Amazon Just Walk Out Accelerates Grocery Shopping in Hospitals

January 31, 2024 Healthcare staff at Saint Joseph’s/Candler Hospital in Georgia are the newest users of the Amazon Just Walk Out generation, which allows them to purchase food or beverages and get paid accordingly, without scanning product barcodes or interacting with the store’s point of sale. (POS).

The hospital’s SmartBytes store sells unstaffed meals, snacks, and beverages.
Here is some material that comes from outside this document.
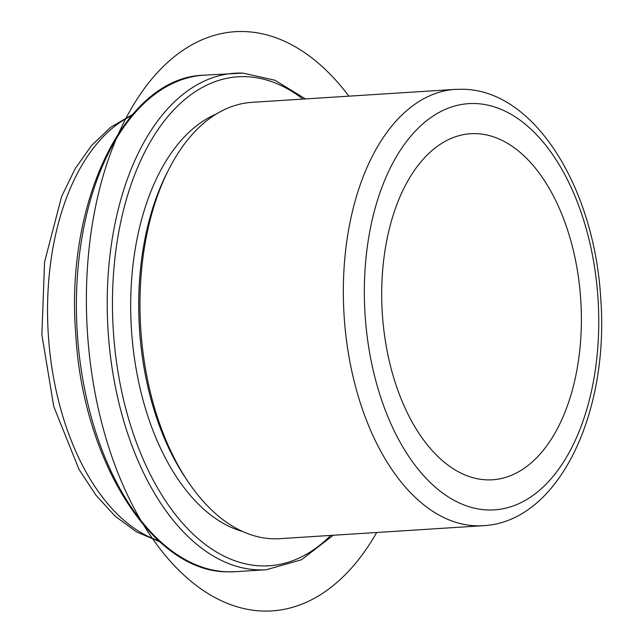 <?xml version="1.0" encoding="UTF-8"?>
<svg xmlns="http://www.w3.org/2000/svg" width="643" height="643" viewBox="0 0 643 643"><rect width="100%" height="100%" fill="white"/><g stroke="black" fill="none" stroke-linecap="round" stroke-linejoin="round"><path stroke-width="0.96" d="M486.928 479.855A173.377 99.448 86.4 0 0 492.578 479.774A173.377 99.448 86.4 0 0 581.063 305.337A173.377 99.448 86.4 0 0 476.166 133.648A173.377 99.448 86.4 0 0 470.515 133.728A173.377 99.448 86.4 0 0 382.03 308.166A173.377 99.448 86.4 0 0 486.928 479.855M455.316 89.377L251.96 102.341A218.604 125.385 86.4 0 0 168.321 170.331A218.604 125.385 86.4 0 0 188.174 481.84A218.604 125.385 86.4 0 0 272.656 538.762A218.604 125.385 86.4 0 0 279.777 538.665L483.134 525.701C558.799 522.036 609.371 412.685 600.747 298.722C594.614 189.243 535.627 90.727 463.434 89.256L455.316 89.377A218.604 125.385 86.4 0 0 343.748 309.323A218.604 125.385 86.4 0 0 476.013 525.797A218.604 125.385 86.4 0 0 483.134 525.701M168.321 170.331L166.36 174.229A213.331 122.363 86.4 0 0 185.739 478.223L188.174 481.84M216.104 114.124A213.331 122.363 86.4 0 0 131.429 329.071A213.331 122.363 86.4 0 0 242.708 531.52M348.9 96.161A290.218 166.465 86.4 0 0 325.655 69.806A290.218 166.465 86.4 0 0 102.751 177.227A290.218 166.465 86.4 0 0 181.43 572.768A290.218 166.465 86.4 0 0 376.718 532.484M131.421 115.764A218.604 125.385 86.4 0 0 48.297 334.368A218.604 125.385 86.4 0 0 158.508 540.65M475.233 103.539A203.526 116.737 86.4 0 0 364.501 302.644A203.526 116.737 86.4 0 0 487.868 509.963A203.526 116.737 86.4 0 0 598.601 310.858A203.526 116.737 86.4 0 0 475.233 103.539M235.475 571.699L227.124 571.82C152.222 571.731 82.955 461.039 75.802 334.874C64.79 202.264 124.863 77.216 203.823 75.191A248.761 142.682 86.4 0 0 76.863 325.479A248.761 142.682 86.4 0 0 227.373 571.812A248.761 142.682 86.4 0 0 235.475 571.699L266.29 569.738L301.471 559.78L333.267 535.249M302.941 99.086A244.991 140.52 86.4 0 0 245.939 76.678A244.991 140.52 86.4 0 0 112.646 316.34A244.991 140.52 86.4 0 0 261.146 565.888A244.991 140.52 86.4 0 0 330.759 535.41M242.741 73.117A248.761 142.682 86.4 0 0 234.639 73.23A248.761 142.682 86.4 0 0 107.678 323.509A248.761 142.682 86.4 0 0 258.181 569.851A248.761 142.682 86.4 0 0 266.29 569.738M159.601 541.647L136.581 531.938L115.185 516.208L95.871 495.126L78.968 469.326L53.771 406.553L41.883 334.778L44.56 262.079L61.583 196.613L75.07 168.876L91.555 145.511L110.781 127.193L132.386 114.639M203.823 75.191L242.99 73.109L274.915 80.238L305.449 98.926"/></g></svg>
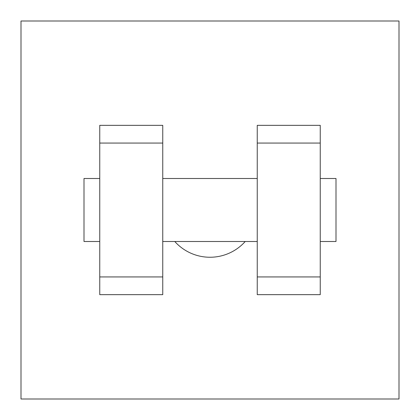 <?xml version="1.0" encoding="UTF-8"?>
<svg xmlns="http://www.w3.org/2000/svg" width="420" height="420" viewBox="0 0 420 420"><rect width="100%" height="100%" fill="white"/><g stroke="black" fill="none" stroke-linecap="round" stroke-linejoin="round"><path stroke-width="0.63" d="M174.783 241.5A47.25 47.25 0 0 0 245.217 241.5M21 21L399 21L399 399L21 399L21 21M257.25 143.062L257.25 294.656L320.25 294.656L320.25 125.344L257.25 125.344L257.25 143.062L320.25 143.062M99.75 143.062L99.75 294.656L162.75 294.656L162.75 125.344L99.75 125.344L99.75 143.062L162.75 143.062M320.25 241.5L336 241.5L336 178.5L320.25 178.5M99.75 178.5L84 178.5L84 241.5L99.75 241.5M99.75 276.938L162.75 276.938M257.25 276.938L320.25 276.938M99.75 294.656L162.75 294.656M257.25 294.656L320.25 294.656M162.75 241.5L257.25 241.5M162.75 178.5L257.25 178.5"/></g></svg>

Instead, health care personnel who buy food there use their ID cards to identify themselves, identify their product, and walk through the door.

The system, which went live in December 2023, leverages computer vision, sensor fusion, and generative synthetic intelligence (AI) generation to identify each and every item removed from the store, linking those pieces to the user making the purchase.

Amazon Just Walk Out stores and payment systems have been rolling out in stadiums, airports and other vendor sites across the country. The company has reported 120 third-party store deployments and growing.

The concept of this generation is to allow consumers to buy without going through the checkout. Amazon recently launched a UHF RFID generation edition to uniquely identify each product, often in cases where clothing is sold. Clothing can be a challenge for computer vision generation. while food products are more predictably recognizable.

More recently, Amazon is a health center food site.

While this is the first Just Walk Out store in a hospital, the Seattle giant is targeting the sector. The health care market will gain advantages from the generation that automates purchasing, Jon Jenkins, vice president of Just Walk Out, wrote in a blog post.

“Many hospital employees don’t bring their wallets or phones during business hours, which can make it difficult to buy food and beverages,” she said.

In addition, because most hospital cafeterias and outlets are open during general business hours, quick and easy access to food can be difficult for hospital night shift staff.

The solution delivered through Morrison Healthcare, which works in partnership with St. John’s Office. John’s. Joseph’s/Candler for more than 70 years, to provide food and nutrition services, adding clinical nutritional support, patient food and retail food service operations management, says Taylor Miller, director of Morrison Healthcare. Regional Director of Operations.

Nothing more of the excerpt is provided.